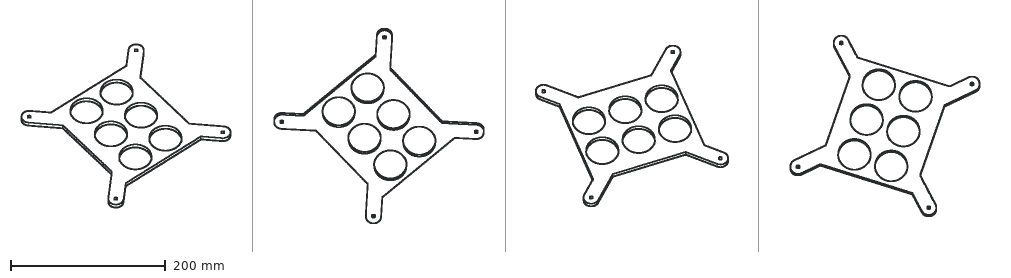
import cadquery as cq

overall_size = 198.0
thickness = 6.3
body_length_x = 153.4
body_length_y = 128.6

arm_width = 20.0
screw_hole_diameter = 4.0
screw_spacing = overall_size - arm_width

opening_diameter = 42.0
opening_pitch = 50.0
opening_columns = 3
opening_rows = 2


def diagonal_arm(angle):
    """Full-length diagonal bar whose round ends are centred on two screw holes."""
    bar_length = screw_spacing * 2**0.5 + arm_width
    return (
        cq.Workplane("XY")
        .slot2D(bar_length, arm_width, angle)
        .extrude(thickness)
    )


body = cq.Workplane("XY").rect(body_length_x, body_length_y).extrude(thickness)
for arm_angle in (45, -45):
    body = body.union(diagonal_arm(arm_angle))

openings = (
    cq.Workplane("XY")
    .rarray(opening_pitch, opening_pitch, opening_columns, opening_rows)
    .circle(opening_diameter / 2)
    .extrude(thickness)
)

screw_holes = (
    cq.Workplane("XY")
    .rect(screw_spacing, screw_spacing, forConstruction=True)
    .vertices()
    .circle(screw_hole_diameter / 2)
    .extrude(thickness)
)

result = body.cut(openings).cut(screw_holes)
+ + + + + + +
The answer should hold exactly the lines running from the one with "for arm_angle in" to the final line of the data, both ends counted.

▶ Task output:
for arm_angle in (45, -45):
    body = body.union(diagonal_arm(arm_angle))

openings = (
    cq.Workplane("XY")
    .rarray(opening_pitch, opening_pitch, opening_columns, opening_rows)
    .circle(opening_diameter / 2)
    .extrude(thickness)
)

screw_holes = (
    cq.Workplane("XY")
    .rect(screw_spacing, screw_spacing, forConstruction=True)
    .vertices()
    .circle(screw_hole_diameter / 2)
    .extrude(thickness)
)

result = body.cut(openings).cut(screw_holes)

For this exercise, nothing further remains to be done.